[Start of Attachment]

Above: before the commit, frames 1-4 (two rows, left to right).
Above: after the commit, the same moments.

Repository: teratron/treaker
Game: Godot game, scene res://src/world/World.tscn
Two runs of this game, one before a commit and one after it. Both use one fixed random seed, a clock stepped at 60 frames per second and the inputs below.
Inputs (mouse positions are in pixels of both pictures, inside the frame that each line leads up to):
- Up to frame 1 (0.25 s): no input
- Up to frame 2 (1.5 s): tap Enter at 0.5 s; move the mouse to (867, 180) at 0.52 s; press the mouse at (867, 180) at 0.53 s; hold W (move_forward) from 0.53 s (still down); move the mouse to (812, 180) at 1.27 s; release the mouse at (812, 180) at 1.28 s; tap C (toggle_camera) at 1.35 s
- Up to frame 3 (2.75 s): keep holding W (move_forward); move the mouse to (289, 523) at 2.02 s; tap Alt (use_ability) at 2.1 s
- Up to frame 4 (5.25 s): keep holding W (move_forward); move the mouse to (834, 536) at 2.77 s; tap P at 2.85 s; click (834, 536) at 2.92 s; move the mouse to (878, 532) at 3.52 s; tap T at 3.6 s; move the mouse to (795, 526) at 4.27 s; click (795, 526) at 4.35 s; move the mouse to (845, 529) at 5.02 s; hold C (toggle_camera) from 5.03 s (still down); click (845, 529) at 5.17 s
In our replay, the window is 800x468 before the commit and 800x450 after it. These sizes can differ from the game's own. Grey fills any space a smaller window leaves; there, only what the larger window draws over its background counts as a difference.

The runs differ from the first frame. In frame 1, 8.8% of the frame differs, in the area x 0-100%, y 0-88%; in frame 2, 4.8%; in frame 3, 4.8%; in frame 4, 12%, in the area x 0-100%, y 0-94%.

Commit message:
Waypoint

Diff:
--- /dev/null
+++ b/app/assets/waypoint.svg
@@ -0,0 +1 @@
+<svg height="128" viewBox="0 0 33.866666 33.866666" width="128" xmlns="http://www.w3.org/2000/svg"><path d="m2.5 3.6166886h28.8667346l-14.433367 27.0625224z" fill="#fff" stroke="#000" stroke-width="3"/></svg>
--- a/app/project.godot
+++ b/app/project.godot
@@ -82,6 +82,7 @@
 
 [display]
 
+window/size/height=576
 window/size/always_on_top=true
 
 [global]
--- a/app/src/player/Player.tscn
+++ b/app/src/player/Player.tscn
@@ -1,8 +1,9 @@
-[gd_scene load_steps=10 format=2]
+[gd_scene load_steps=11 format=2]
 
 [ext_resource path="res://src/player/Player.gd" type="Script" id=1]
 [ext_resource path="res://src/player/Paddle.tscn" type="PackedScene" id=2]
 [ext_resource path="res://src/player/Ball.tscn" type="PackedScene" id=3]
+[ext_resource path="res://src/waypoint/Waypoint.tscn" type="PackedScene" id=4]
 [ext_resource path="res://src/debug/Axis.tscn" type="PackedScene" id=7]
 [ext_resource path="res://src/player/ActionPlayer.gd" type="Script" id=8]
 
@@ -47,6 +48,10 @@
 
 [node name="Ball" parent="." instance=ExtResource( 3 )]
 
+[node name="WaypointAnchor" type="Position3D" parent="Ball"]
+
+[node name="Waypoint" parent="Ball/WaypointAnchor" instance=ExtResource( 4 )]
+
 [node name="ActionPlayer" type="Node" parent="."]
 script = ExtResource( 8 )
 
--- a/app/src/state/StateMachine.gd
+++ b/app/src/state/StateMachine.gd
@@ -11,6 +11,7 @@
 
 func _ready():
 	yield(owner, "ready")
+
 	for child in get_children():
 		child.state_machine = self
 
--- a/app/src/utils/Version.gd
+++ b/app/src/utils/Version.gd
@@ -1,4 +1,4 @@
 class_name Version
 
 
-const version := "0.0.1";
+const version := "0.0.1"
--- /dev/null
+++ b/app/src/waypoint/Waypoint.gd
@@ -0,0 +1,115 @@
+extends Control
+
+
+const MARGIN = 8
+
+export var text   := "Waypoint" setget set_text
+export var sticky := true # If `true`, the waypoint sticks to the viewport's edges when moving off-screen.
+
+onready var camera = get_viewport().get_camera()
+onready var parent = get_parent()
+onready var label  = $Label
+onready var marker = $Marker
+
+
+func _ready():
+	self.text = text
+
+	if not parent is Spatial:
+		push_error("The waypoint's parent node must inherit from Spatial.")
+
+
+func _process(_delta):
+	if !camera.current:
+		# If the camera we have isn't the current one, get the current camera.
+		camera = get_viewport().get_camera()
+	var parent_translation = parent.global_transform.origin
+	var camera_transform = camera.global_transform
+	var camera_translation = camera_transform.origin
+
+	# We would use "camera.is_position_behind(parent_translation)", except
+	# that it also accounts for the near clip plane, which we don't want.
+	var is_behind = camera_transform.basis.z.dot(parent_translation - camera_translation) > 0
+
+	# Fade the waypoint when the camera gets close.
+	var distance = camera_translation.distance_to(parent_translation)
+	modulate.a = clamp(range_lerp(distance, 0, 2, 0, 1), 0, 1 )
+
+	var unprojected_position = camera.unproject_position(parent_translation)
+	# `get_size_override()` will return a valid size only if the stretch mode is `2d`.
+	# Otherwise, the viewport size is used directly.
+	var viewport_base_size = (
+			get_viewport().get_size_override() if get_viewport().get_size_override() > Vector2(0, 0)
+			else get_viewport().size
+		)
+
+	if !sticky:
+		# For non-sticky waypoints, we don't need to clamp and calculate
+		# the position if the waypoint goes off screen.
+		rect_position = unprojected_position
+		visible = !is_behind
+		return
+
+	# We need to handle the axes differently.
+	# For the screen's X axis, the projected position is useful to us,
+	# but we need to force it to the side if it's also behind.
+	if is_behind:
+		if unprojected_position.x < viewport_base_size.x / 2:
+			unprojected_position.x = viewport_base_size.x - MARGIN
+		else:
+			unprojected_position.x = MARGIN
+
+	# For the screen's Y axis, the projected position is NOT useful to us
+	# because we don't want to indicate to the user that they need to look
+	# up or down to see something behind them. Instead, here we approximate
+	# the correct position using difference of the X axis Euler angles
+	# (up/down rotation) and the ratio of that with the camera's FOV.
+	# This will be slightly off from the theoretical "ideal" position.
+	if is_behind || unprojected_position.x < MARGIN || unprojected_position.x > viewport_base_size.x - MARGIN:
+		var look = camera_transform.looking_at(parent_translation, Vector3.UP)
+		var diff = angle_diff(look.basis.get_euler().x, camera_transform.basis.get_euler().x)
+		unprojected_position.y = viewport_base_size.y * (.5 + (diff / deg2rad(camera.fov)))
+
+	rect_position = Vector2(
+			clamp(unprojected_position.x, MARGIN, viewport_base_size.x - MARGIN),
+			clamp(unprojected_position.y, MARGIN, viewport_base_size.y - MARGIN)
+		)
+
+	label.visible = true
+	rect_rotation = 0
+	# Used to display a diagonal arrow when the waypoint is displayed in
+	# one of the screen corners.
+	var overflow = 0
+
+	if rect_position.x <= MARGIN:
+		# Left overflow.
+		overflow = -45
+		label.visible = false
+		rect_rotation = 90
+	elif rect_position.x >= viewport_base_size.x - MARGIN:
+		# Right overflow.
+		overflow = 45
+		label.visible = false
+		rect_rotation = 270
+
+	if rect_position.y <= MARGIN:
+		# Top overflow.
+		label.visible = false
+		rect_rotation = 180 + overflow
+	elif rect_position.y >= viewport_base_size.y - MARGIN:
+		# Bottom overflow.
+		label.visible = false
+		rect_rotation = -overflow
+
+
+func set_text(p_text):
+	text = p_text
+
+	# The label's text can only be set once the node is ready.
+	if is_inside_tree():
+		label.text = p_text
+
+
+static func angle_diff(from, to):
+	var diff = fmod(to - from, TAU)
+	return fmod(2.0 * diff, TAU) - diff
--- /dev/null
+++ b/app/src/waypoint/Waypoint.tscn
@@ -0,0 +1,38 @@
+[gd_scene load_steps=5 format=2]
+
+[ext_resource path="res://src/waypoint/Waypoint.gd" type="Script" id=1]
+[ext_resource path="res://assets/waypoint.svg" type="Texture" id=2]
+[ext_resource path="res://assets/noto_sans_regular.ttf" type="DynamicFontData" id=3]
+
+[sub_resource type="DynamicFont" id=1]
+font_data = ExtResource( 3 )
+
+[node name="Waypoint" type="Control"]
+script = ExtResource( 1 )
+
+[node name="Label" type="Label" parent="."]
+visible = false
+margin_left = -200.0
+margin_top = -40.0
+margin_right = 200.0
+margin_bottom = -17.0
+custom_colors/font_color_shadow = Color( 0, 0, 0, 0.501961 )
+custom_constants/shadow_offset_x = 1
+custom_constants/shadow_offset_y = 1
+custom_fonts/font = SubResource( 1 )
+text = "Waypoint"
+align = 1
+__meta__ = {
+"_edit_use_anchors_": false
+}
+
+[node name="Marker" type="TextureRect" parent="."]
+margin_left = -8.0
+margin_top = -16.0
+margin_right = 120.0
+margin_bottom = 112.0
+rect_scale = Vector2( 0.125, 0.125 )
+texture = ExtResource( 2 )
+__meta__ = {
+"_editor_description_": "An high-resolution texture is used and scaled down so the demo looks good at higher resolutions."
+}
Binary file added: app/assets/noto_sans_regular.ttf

[End of Attachment]

* [THE TASK]: In the listing above, please copy exactly the lines from the first through the one that contains "- Up to frame 4", and no others.

* [WRITTEN ANSWER]:
Above: before the commit, frames 1-4 (two rows, left to right).
Above: after the commit, the same moments.

Repository: teratron/treaker
Game: Godot game, scene res://src/world/World.tscn
Two runs of this game, one before a commit and one after it. Both use one fixed random seed, a clock stepped at 60 frames per second and the inputs below.
Inputs (mouse positions are in pixels of both pictures, inside the frame that each line leads up to):
- Up to frame 1 (0.25 s): no input
- Up to frame 2 (1.5 s): tap Enter at 0.5 s; move the mouse to (867, 180) at 0.52 s; press the mouse at (867, 180) at 0.53 s; hold W (move_forward) from 0.53 s (still down); move the mouse to (812, 180) at 1.27 s; release the mouse at (812, 180) at 1.28 s; tap C (toggle_camera) at 1.35 s
- Up to frame 3 (2.75 s): keep holding W (move_forward); move the mouse to (289, 523) at 2.02 s; tap Alt (use_ability) at 2.1 s
- Up to frame 4 (5.25 s): keep holding W (move_forward); move the mouse to (834, 536) at 2.77 s; tap P at 2.85 s; click (834, 536) at 2.92 s; move the mouse to (878, 532) at 3.52 s; tap T at 3.6 s; move the mouse to (795, 526) at 4.27 s; click (795, 526) at 4.35 s; move the mouse to (845, 529) at 5.02 s; hold C (toggle_camera) from 5.03 s (still down); click (845, 529) at 5.17 s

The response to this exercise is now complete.